As the total number of homeless people in Davis in 2019 was estimated at One Hundred and Ninety, it appears there are nine times more homeless UCD students than there are total homeless people in the city.
Why do so many progressives believe that exaggerating statistics (lying) helps their (sometimes worthy) cause?
I’m heading out to BOTH Safeways tonight to get a head count 😐
They are scattered all over town instead of concentrated in particular parking lots.
Alan, that’s what Davisites are led to believe anyway.
I don’t believe it either.
It is all in the way you count. The 190 that Alan referenced are probably homeless close to 365 days a year. All the 1,750 have to do to qualify is to not have a primary residence location one day in the year. But as I pointed out below, even that criteria is particularly “loose.”
Just goes to show you how the numbers can be easily manipulated. Also, is someone sleeping on a friend’s couch also considered homeless? If that’s the case just about everyone sleeps on a friend’s couch at some point during the year.
Also, is someone sleeping on a friend’s couch also considered homeless?
Yes. If the survey separates “housing insecure” form “homeless” a one night sleeping on a friend’s couch probably falls in the “housing insecure” category, but if there is only one category … “homeless” … then “yes.”
Of course the category of “sleeping it off” on a friend’s couch is a different story.
Oneof my minor quibbles with the student homelessness data is the way they determine the homelessness status of any individual student. First, they look at the whole school year and ask whether “at any time during that period the student experienced any of the following …”
Using that qualification method, I would have qualified as homeless all four years of my college education. The reason was simple. Each year over the December-January break, I and my girlfriend chose not to go home to see our respective parents. The first year the dormitory was closed during the Holiday break, so I stayed with friends. The second and third years the same was true, but my closed for the holiday living space was my fraternity. The fourth year I was living in a house on the shore of Lake Cayuga with three other students, and on Christmas Eve the house burned to the ground. All of us got out safely, but we had to find another house to rent, or other accommodations. As it turns out, we did find another house to rent, which would almost surely not be the case here in Davis if our house burned down.
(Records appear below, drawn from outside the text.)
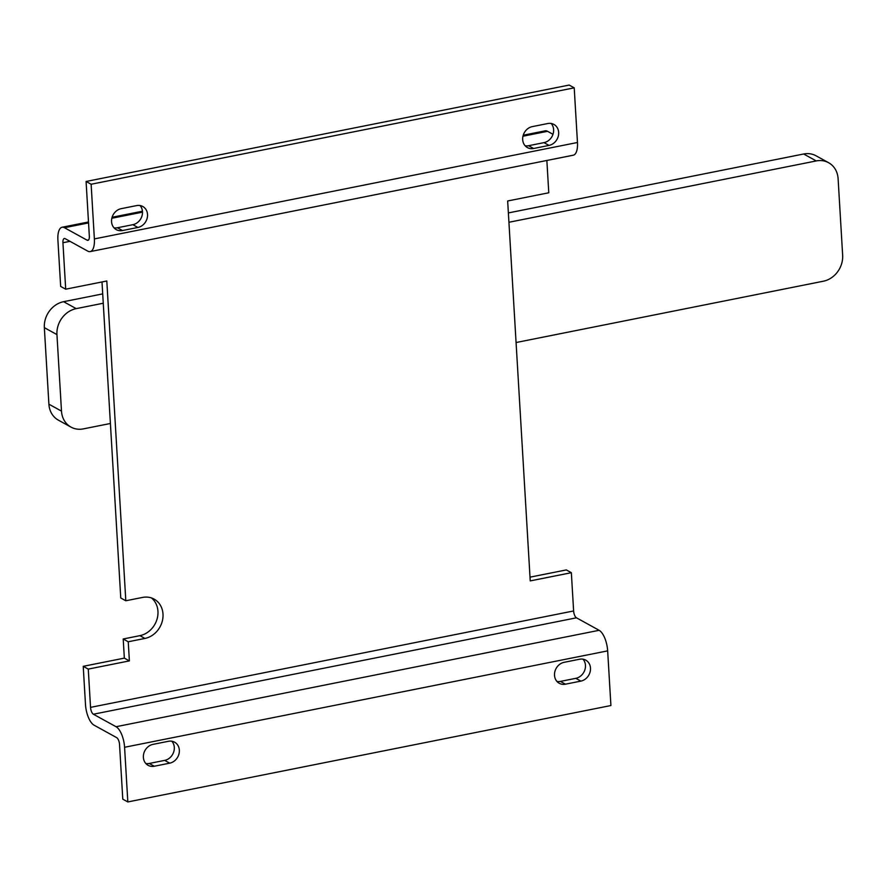 <?xml version="1.0" encoding="UTF-8"?>
<svg xmlns="http://www.w3.org/2000/svg" width="887" height="887" viewBox="0 0 887 887"><rect width="100%" height="100%" fill="white"/><g stroke="black" fill="none" stroke-linecap="round" stroke-linejoin="round"><path stroke-width="1.33" d="M151.455 597.949A21.499 18.594 -61.1 0 1 156.955 619.448A21.499 18.594 -61.1 0 1 139.902 635.657L123.204 638.984L124.346 658.121L83.223 666.325L85.496 704.588A17.197 6.974 -101.3 0 0 94.033 725.156L116.696 737.651A5.732 2.328 -101.3 0 1 119.534 744.503L122.783 799.165L127.828 801.937L610.91 705.531L607.662 650.87A17.197 6.974 78.7 0 0 599.135 630.302L576.472 617.807A5.732 2.328 78.7 0 1 573.623 610.955L90.541 707.371L88.268 669.097L83.223 666.325M101.994 281.944L120.765 597.993L125.81 600.765L106.806 280.991L65.693 289.195L62.933 242.728L69.973 241.319M65.693 289.195L60.66 286.412L57.899 239.956A17.197 6.974 -101.3 0 1 62.09 227.249A17.197 6.974 -101.3 0 1 64.474 227.715L88.556 222.914M546.858 160.469L548.776 192.778L507.663 200.983L530.238 580.896L571.35 572.692L566.316 569.92L530.016 577.16M523.23 135.223L545.172 130.844A17.197 6.974 78.7 0 1 547.567 131.309L552.989 134.303M88.611 239.922L87.148 240.211L64.474 227.715M90.186 251.609L573.268 155.203A17.197 6.974 78.7 0 0 577.459 142.497L574.211 87.835L91.128 184.252L94.377 238.913A17.197 6.974 -101.3 0 1 90.186 251.609A17.197 6.974 -101.3 0 1 87.791 251.143L65.128 238.647A5.732 2.328 -101.3 0 0 64.33 238.492A5.732 2.328 -101.3 0 0 62.933 242.728M90.541 707.371A5.732 2.328 -101.3 0 0 93.379 714.223L116.042 726.719L599.135 630.302M88.268 669.097L129.38 660.893L128.238 641.767L144.947 638.429A21.499 18.594 118.9 0 0 162.421 620.634A21.499 18.594 118.9 0 0 154.105 599.102A21.499 18.594 118.9 0 0 142.508 597.439L125.81 600.765M571.35 572.692L573.623 610.955M127.828 801.937L124.579 747.275A17.197 6.974 -101.3 0 0 116.042 726.719M168.419 741.288L153.007 744.37A11.464 9.912 118.9 0 0 143.683 753.861A11.464 9.912 118.9 0 0 148.118 765.337A11.464 9.912 118.9 0 0 154.305 766.235L169.716 763.153A11.464 9.912 118.9 0 0 179.041 753.662A11.464 9.912 118.9 0 0 174.606 742.186A11.464 9.912 118.9 0 0 168.419 741.288M579.555 659.241L564.143 662.312A11.464 9.912 118.9 0 0 554.818 671.814A11.464 9.912 118.9 0 0 559.253 683.289A11.464 9.912 118.9 0 0 565.44 684.187L580.863 681.105A11.464 9.912 118.9 0 0 590.177 671.614A11.464 9.912 118.9 0 0 585.742 660.128A11.464 9.912 118.9 0 0 579.555 659.241M145.834 763.519A11.464 9.912 118.9 0 0 149.271 763.463L164.683 760.381A11.464 9.912 118.9 0 0 173.519 752.486A11.464 9.912 118.9 0 0 171.845 741.233M556.981 681.471A11.464 9.912 118.9 0 0 560.407 681.404L575.818 678.333A11.464 9.912 118.9 0 0 584.666 670.439A11.464 9.912 118.9 0 0 582.992 659.174M87.148 240.211A5.732 2.328 -101.3 0 0 87.935 240.366A5.732 2.328 -101.3 0 0 89.332 236.13L86.083 181.469L91.128 184.252M574.211 87.835L569.177 85.063L86.083 181.469M547.734 123.537L532.311 126.619A11.464 9.912 118.9 0 0 522.986 136.11A11.464 9.912 118.9 0 0 527.432 147.597A11.464 9.912 118.9 0 0 533.619 148.484L549.031 145.401A11.464 9.912 118.9 0 0 558.355 135.911A11.464 9.912 118.9 0 0 553.92 124.435A11.464 9.912 118.9 0 0 547.734 123.537M136.598 205.596L121.175 208.667A11.464 9.912 118.9 0 0 111.851 218.169A11.464 9.912 118.9 0 0 116.297 229.644A11.464 9.912 118.9 0 0 122.473 230.531L137.895 227.46A11.464 9.912 118.9 0 0 147.22 217.969A11.464 9.912 118.9 0 0 142.774 206.483A11.464 9.912 118.9 0 0 136.598 205.596M525.148 145.767A11.464 9.912 118.9 0 0 528.574 145.712L543.997 142.63A11.464 9.912 118.9 0 0 552.834 134.735A11.464 9.912 118.9 0 0 551.16 123.481M114.013 227.826A11.464 9.912 118.9 0 0 117.439 227.759L132.862 224.688A11.464 9.912 118.9 0 0 141.698 216.794A11.464 9.912 118.9 0 0 140.024 205.529M129.38 660.893L124.346 658.121M128.238 641.767L123.204 638.984M508.373 212.924L803.655 153.994A22.929 19.836 -61.1 0 1 816.018 155.779L828.613 162.72A22.929 19.836 118.9 0 1 838.104 178.697L842.65 255.234A22.929 19.836 118.9 0 1 823.391 281.201L516.079 342.526M508.927 222.271L816.251 160.935L803.655 153.994M828.613 162.72A22.929 19.836 118.9 0 0 816.251 160.935M76.204 308.632A22.929 19.836 118.9 0 0 56.945 334.599L61.491 411.124A22.929 19.836 118.9 0 0 70.982 427.102L58.387 420.161A22.929 19.836 -61.1 0 1 48.896 404.184L44.35 327.658A22.929 19.836 -61.1 0 1 63.609 301.691L76.204 308.632L103.258 303.232M70.982 427.102A22.929 19.836 118.9 0 0 83.345 428.887L110.398 423.487M63.609 301.691L102.704 293.885M111.829 218.269L142.508 212.148M522.964 136.221L547.567 131.309M93.379 714.223L576.472 617.807M124.579 747.275L607.662 650.87M577.459 142.497L94.377 238.913M144.947 638.429L139.902 635.657M132.862 224.688L137.895 227.46M117.439 227.759L122.473 230.531M543.997 142.63L549.031 145.401M528.574 145.712L533.619 148.484M575.818 678.333L580.863 681.105M560.407 681.404L565.44 684.187M164.683 760.381L169.716 763.153M149.271 763.463L154.305 766.235M56.945 334.599L44.35 327.658M48.896 404.184L61.491 411.124M142.452 211.217L112.095 217.271M88.5 221.983L62.09 227.249"/></g></svg>
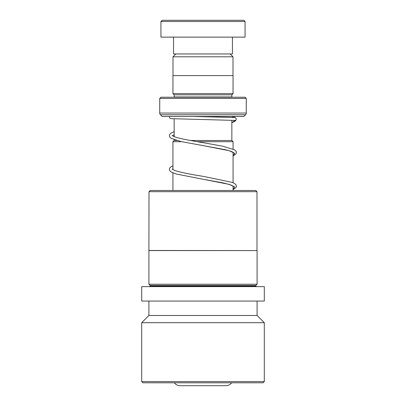 <?xml version="1.0" encoding="UTF-8"?>
<svg xmlns="http://www.w3.org/2000/svg" width="406" height="406" viewBox="0 0 406 406"><rect width="100%" height="100%" fill="white"/><g stroke="black" fill="none" stroke-linecap="round" stroke-linejoin="round"><path stroke-width="0.61" d="M175.834 53.957L172.997 56.794L233.003 56.794L230.166 53.957M233.003 75.592L233.003 56.794M172.997 75.592L172.997 56.794M231.846 140.496L231.846 120.252M174.154 140.496L174.154 139.7M174.154 136.609L174.154 118.867M181.614 141.699L172.931 141.699L174.133 140.496L176.722 140.496M190.429 140.496L231.867 140.496L233.069 141.699L197.301 141.699M233.069 190.475L233.069 185.963M233.069 182.725L233.069 152.311M233.069 149.068L233.069 141.699M172.931 190.475L172.931 172.885M172.931 169.688L172.931 141.699M174.352 382.792A7.212 7.212 0 0 0 180.142 385.7L225.858 385.7A7.212 7.212 0 0 0 231.648 382.792M234.252 116.456A2.406 2.406 0 0 0 232.354 117.385M174.128 97.227A1.203 1.203 0 0 0 174.154 96.988L174.154 94.821L231.846 94.821L233.049 93.619L233.049 75.592L172.951 75.592L172.951 93.619L233.049 93.619M174.154 94.821L172.951 93.619M174.154 96.988L231.846 96.988L231.846 94.821M159.731 113.056L246.269 113.056L246.269 98.43L245.067 97.227L160.933 97.227L159.731 98.43L159.731 113.056A2.406 2.406 0 0 0 160.431 114.756L162.131 116.456L243.869 116.456L245.569 114.756L160.431 114.756M246.269 113.056A2.406 2.406 0 0 1 245.569 114.756M246.269 98.43L159.731 98.43M162.131 20.3L243.869 20.3L245.067 21.503L160.933 21.503L162.131 20.3M232.45 37.129L232.45 53.957L173.55 53.957L173.55 37.129M245.067 21.503L245.067 37.129L160.933 37.129L160.933 21.503M150.21 190.475L255.79 190.475L256.993 191.678L149.007 191.678L150.21 190.475M149.007 250.477L257.089 250.573L148.911 250.573L149.007 191.678M256.369 286.636L255.887 286.154L150.113 286.154L150.113 285.433L148.911 284.23L257.089 284.23L257.089 250.573M150.113 285.433L255.887 285.433L257.089 284.23M141.699 301.059L264.301 301.059L264.301 286.636L141.699 286.636L141.699 301.059M148.911 315.482L257.089 315.482L264.301 322.694L141.699 322.694L148.911 315.482L148.911 301.059M264.301 381.589L263.098 382.792L142.902 382.792L141.699 381.589L264.301 381.589L264.301 322.694M236.221 118.461L236.053 120.034L234.947 120.552L234.313 120.409M234.206 116.456A1.441 1.441 90 0 0 235.673 116.456M234.947 120.552L231.846 122.708M233.577 152.722L233.085 152.321C231.821 151.514 229.162 150.636 225.102 149.682L202.787 145.551L229.116 150.692L234.688 153.26L233.069 155.833M233.577 186.379L230.623 184.872L223.315 182.933L202.797 179.208L229.121 184.349L234.688 186.917L233.069 189.49M148.911 284.23L148.911 250.573M141.699 381.589L141.699 322.694M257.089 315.482L257.089 301.059M150.113 286.154L149.631 286.636M255.887 286.154L255.887 285.433M256.993 250.477L256.993 191.678M233.069 155.96L235.987 153.889L236.414 152.478L235.977 151.118L234.592 149.85L222.681 146.185L203.056 142.663C193.835 141.202 186.049 139.745 179.701 138.289C176.128 137.406 173.778 136.599 172.651 135.868L172.185 135.477M172.403 135.685L174.154 134.762M233.069 152.722L233.364 152.514M233.069 189.612L235.993 187.542L236.419 186.181L236.008 184.821L234.678 183.563L232.252 182.395L203.066 176.321C190.79 174.428 181.538 172.55 175.316 170.698L172.19 169.135M172.403 169.343L172.931 168.997M233.069 186.374L233.364 186.171M234.379 120.404L170.835 118.643L169.637 118.009L169.515 116.456M236.231 118.481L235.125 117.618L234.237 117.496L192.393 116.456M235.196 116.634L232.927 116.857M174.154 131.676L171.083 133.082L169.789 134.29L169.348 135.7L169.804 137.106L171.129 138.319L180.995 141.562L202.787 145.551M172.931 165.8L171.088 166.734L169.784 167.947L169.348 169.307L169.774 170.718L171.134 171.982L176.199 174.001L202.797 179.208M236.053 120.034L235.064 121.186L231.846 122.785"/></g></svg>
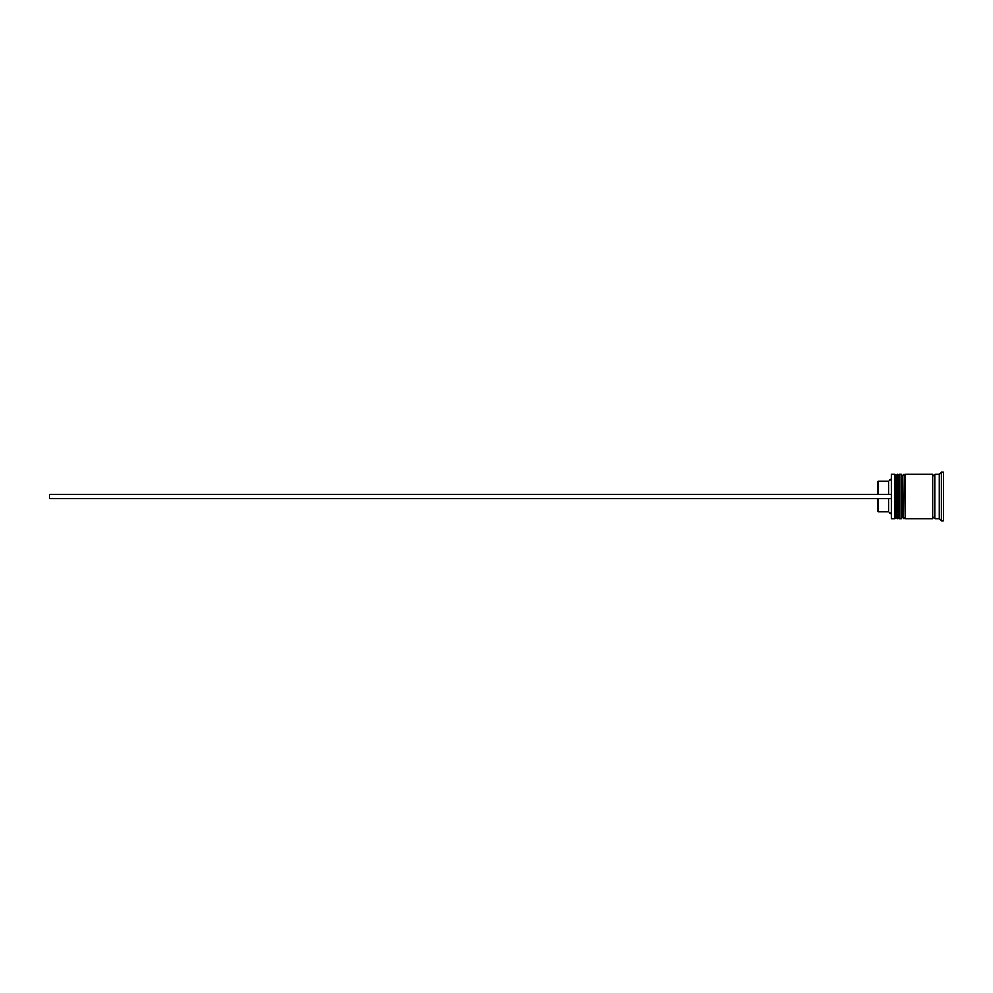 <?xml version="1.0" encoding="UTF-8"?>
<svg xmlns="http://www.w3.org/2000/svg" width="993" height="993" viewBox="0 0 993 993"><rect width="100%" height="100%" fill="white"/><g stroke="black" fill="none" stroke-linecap="round" stroke-linejoin="round"><path stroke-width="1.49" d="M897.511 518.582L897.933 474.418L897.511 518.582L896.245 517.316L896.245 475.684L896.245 517.316L894.991 518.582L894.991 474.418L891.205 474.418L891.205 518.582L894.991 518.582M903.816 518.582L904.238 474.418L903.816 518.582L902.55 517.316L902.55 475.684L902.55 517.316L901.296 518.582L901.296 474.418L899.186 474.418L899.186 518.582L901.296 518.582M891.205 518.582L891.205 474.418M939.142 518.582L934.934 518.582L934.934 474.418L939.142 474.418L939.142 518.582L941.252 520.68L943.35 520.68L943.35 472.32L941.252 472.32L941.252 520.68M905.504 496.5L905.504 518.582L932.837 518.582L932.837 474.418L905.504 474.418L905.504 496.5M888.673 498.598L888.673 511.854L890.783 513.952M878.16 498.598L878.16 511.854L888.673 511.854M878.16 494.402L878.16 481.146L888.673 481.146L888.673 494.402M890.783 498.598L49.65 498.598L49.65 494.402L890.783 494.402M897.933 518.582L899.186 517.316M897.933 474.418L899.186 475.684M897.511 474.418L896.245 475.684L894.991 474.418M904.238 518.582L905.504 517.316M904.238 474.418L905.504 475.684M903.816 474.418L902.55 475.684L901.296 474.418M932.837 518.371L933.892 517.316L934.934 518.371M932.837 474.629L933.892 475.684L934.934 474.629M939.142 474.418L941.252 472.32M888.673 481.146L890.783 479.048"/></g></svg>

Of those four years, I certainly didn’t feel homeless any of the first three, and really didn’t despite the circumstances in the fourth year, but according to the survey criteria, in their eyes I was homeless all four years. Bottom-line, the criteria create artificially high statistics of student homelessness.
Ah, yes, the numbers go to “how was the question asked?”, compounded by “figures don’t lie, but liars can figure”. Am sympathetic, yet skeptical.
Another “game” that occurs… some students work with their well-to-do parents, to claim ‘no parental support, no $$$, no job’ to qualify for financial aid. Which works against those where it is actually true…
Frequently the parents didn’t get to be well-to-do by avoiding gaming the system … in their own lives. Passing that unsavory trait on to their children is not a surprise.
They did not say “have experienced housing insecurity in the last year”. They said “one in 20 UC students are experiencing homelessness”. Had it been the former, I would have noted the holes in the term ‘housing insecurity’ as with the discussion. As worded 5% of UC students are less a home, present tense, as in — right now. If the authors meant to say housing insecure, don’t say homeless.